Material for this task —

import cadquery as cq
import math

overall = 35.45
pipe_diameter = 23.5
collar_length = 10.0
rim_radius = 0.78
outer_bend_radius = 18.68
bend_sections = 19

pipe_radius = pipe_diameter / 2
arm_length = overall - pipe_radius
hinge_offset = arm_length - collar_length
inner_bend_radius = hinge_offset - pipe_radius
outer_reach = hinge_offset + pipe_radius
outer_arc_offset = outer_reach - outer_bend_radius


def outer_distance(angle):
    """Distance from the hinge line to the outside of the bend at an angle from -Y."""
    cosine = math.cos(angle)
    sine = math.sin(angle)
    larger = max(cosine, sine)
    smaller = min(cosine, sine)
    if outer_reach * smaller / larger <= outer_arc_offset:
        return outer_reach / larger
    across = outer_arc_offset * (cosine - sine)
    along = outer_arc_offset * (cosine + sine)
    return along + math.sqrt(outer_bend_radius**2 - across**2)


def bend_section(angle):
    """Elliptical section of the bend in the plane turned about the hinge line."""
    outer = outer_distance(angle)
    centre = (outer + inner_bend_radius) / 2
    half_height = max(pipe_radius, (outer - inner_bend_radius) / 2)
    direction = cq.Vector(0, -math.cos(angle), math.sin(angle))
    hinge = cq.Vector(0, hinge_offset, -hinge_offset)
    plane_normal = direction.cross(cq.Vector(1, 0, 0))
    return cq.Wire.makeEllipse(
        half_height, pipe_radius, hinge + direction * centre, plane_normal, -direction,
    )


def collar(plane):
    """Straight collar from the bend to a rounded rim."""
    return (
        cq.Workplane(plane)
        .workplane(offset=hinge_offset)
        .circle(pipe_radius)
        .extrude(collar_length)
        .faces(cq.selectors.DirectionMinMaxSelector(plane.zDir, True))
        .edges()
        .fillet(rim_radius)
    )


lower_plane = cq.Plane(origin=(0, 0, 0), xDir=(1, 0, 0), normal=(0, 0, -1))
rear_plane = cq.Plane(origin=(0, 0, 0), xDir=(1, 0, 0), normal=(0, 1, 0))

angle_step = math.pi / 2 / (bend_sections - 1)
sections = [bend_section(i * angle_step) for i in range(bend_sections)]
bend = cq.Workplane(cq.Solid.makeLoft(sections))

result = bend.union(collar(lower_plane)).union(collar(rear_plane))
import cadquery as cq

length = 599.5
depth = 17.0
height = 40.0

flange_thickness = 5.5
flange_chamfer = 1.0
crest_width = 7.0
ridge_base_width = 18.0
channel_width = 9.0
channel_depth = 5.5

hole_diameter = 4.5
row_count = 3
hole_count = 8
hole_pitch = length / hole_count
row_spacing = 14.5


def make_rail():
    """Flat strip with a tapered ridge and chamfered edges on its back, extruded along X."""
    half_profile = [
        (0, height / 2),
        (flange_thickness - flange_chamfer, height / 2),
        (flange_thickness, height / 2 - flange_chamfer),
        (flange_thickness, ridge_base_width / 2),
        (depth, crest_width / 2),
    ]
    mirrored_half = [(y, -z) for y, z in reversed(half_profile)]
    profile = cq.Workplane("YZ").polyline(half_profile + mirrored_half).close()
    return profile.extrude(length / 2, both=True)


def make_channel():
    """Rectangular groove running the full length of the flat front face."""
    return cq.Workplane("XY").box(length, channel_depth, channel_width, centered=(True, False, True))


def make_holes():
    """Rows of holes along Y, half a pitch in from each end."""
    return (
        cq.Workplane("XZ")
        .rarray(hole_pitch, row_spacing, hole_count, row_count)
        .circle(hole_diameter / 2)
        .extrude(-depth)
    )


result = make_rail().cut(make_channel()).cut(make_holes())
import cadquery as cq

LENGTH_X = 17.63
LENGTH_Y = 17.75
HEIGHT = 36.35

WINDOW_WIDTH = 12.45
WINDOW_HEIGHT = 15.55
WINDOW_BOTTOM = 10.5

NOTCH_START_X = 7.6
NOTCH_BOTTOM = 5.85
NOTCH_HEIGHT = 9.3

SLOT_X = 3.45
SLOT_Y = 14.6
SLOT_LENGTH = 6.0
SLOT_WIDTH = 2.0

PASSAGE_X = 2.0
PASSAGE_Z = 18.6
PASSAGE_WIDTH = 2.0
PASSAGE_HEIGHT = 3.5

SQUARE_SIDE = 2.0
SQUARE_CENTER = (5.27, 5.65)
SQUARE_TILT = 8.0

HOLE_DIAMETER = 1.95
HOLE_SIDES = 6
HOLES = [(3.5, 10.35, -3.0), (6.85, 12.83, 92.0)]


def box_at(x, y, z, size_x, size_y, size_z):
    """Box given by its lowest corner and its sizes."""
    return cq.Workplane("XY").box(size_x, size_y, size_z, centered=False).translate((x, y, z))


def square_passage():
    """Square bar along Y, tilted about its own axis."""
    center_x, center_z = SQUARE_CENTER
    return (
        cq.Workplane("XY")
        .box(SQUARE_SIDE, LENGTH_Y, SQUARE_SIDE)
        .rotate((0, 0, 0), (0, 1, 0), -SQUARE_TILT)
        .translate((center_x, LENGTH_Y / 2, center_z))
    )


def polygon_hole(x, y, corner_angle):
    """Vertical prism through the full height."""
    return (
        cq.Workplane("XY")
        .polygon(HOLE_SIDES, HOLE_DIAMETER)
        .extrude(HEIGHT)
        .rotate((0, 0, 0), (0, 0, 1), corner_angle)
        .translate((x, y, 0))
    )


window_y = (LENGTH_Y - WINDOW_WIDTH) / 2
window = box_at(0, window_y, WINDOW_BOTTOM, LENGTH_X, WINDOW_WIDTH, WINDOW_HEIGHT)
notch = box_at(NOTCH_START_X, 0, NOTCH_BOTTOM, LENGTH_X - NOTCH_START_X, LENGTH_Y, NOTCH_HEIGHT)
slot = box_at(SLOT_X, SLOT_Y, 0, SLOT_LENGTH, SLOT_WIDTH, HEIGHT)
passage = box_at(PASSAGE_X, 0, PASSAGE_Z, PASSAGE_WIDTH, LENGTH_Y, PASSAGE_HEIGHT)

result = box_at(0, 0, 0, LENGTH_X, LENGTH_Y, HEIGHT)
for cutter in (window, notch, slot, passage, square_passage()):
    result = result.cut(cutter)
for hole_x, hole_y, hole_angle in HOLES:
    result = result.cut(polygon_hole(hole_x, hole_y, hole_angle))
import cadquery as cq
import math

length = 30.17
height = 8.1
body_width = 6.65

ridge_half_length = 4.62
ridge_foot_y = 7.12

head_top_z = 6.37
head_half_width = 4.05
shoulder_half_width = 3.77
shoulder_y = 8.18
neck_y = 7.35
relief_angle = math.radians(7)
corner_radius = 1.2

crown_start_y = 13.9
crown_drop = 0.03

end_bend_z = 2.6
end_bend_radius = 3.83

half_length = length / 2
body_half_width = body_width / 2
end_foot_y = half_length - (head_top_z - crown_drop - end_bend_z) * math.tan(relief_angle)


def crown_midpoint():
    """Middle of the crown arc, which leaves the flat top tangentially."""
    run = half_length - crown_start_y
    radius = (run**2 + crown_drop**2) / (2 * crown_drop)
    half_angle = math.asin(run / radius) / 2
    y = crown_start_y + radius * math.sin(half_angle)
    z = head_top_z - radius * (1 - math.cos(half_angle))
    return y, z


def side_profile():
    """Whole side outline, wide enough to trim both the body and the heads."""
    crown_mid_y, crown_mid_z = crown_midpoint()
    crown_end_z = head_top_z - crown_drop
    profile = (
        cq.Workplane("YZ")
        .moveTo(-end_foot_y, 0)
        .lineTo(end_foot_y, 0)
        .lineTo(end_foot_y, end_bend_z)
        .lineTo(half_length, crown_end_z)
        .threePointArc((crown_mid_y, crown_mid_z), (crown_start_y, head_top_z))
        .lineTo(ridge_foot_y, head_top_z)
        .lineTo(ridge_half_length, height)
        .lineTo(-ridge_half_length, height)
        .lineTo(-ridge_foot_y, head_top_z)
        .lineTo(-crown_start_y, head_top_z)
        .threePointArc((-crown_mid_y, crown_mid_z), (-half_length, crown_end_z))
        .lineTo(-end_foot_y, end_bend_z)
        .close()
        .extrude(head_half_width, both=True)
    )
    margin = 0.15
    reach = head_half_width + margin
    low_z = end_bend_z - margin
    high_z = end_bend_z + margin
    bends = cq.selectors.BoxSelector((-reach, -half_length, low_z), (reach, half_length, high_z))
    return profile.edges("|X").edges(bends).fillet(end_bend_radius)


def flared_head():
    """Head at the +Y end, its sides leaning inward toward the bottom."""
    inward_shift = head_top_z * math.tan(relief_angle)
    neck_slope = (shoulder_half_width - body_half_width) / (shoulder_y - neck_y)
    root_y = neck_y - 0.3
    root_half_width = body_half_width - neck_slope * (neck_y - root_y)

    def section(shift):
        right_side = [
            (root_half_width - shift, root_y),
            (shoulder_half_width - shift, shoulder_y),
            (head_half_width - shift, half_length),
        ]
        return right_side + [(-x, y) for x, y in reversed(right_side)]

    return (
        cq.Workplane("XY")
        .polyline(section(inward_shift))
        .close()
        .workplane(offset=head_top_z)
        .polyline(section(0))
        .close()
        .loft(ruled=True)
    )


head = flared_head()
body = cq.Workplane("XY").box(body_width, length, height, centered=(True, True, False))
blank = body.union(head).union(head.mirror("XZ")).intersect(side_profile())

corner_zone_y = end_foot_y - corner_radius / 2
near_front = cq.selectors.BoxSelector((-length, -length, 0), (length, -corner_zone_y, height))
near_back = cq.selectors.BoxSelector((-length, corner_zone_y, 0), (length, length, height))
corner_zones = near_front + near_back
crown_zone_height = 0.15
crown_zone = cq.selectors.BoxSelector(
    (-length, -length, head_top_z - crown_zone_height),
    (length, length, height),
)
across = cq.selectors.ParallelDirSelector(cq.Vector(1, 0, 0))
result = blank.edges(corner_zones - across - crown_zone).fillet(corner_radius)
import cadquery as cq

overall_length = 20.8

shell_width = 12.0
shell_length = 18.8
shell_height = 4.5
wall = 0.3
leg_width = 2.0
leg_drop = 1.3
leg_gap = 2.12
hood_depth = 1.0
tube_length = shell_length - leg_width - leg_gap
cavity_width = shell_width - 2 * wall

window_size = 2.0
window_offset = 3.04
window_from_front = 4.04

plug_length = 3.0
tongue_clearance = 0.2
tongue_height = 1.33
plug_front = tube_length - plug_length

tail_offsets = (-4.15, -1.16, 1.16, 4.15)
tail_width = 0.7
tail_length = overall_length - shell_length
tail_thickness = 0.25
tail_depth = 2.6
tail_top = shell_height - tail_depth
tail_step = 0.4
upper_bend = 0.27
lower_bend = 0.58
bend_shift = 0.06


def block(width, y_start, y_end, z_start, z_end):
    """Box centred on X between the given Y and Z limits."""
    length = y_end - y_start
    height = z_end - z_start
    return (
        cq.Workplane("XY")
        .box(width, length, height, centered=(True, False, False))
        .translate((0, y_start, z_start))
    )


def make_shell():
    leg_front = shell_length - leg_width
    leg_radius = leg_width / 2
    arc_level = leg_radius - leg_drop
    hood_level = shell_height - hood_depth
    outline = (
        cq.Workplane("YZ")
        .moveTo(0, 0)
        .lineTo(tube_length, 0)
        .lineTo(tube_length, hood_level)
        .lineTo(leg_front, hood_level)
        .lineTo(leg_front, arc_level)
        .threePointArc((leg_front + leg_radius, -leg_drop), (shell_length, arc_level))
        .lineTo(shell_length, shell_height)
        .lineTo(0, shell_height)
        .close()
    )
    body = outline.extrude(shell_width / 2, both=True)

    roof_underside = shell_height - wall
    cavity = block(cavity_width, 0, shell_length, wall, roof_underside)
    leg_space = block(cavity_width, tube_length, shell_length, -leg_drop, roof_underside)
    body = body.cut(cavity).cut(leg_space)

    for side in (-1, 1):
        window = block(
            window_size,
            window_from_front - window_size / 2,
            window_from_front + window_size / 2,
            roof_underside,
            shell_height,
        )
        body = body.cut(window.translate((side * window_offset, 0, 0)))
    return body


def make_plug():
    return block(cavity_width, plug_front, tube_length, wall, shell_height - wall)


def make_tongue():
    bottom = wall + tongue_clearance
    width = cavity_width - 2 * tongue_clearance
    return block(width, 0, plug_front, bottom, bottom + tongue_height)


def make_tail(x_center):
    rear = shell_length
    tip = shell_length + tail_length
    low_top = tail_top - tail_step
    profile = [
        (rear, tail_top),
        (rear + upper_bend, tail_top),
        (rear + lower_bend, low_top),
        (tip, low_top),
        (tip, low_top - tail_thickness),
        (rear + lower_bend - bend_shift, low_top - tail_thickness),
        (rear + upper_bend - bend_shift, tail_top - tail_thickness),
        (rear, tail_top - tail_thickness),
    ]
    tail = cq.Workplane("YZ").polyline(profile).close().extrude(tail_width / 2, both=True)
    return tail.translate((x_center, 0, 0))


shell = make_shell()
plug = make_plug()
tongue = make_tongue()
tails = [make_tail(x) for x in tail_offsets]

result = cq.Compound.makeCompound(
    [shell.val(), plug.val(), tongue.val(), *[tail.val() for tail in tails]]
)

Exercise requirements — Start with the line above that contains "center_x, center_z = SQUARE_CENTER" and end with the line that contains "window_y = (LENGTH_Y - WINDOW_WIDTH) / 2". Write out those lines exactly, and only those.

Reply —
    center_x, center_z = SQUARE_CENTER
    return (
        cq.Workplane("XY")
        .box(SQUARE_SIDE, LENGTH_Y, SQUARE_SIDE)
        .rotate((0, 0, 0), (0, 1, 0), -SQUARE_TILT)
        .translate((center_x, LENGTH_Y / 2, center_z))
    )


def polygon_hole(x, y, corner_angle):
    """Vertical prism through the full height."""
    return (
        cq.Workplane("XY")
        .polygon(HOLE_SIDES, HOLE_DIAMETER)
        .extrude(HEIGHT)
        .rotate((0, 0, 0), (0, 0, 1), corner_angle)
        .translate((x, y, 0))
    )


window_y = (LENGTH_Y - WINDOW_WIDTH) / 2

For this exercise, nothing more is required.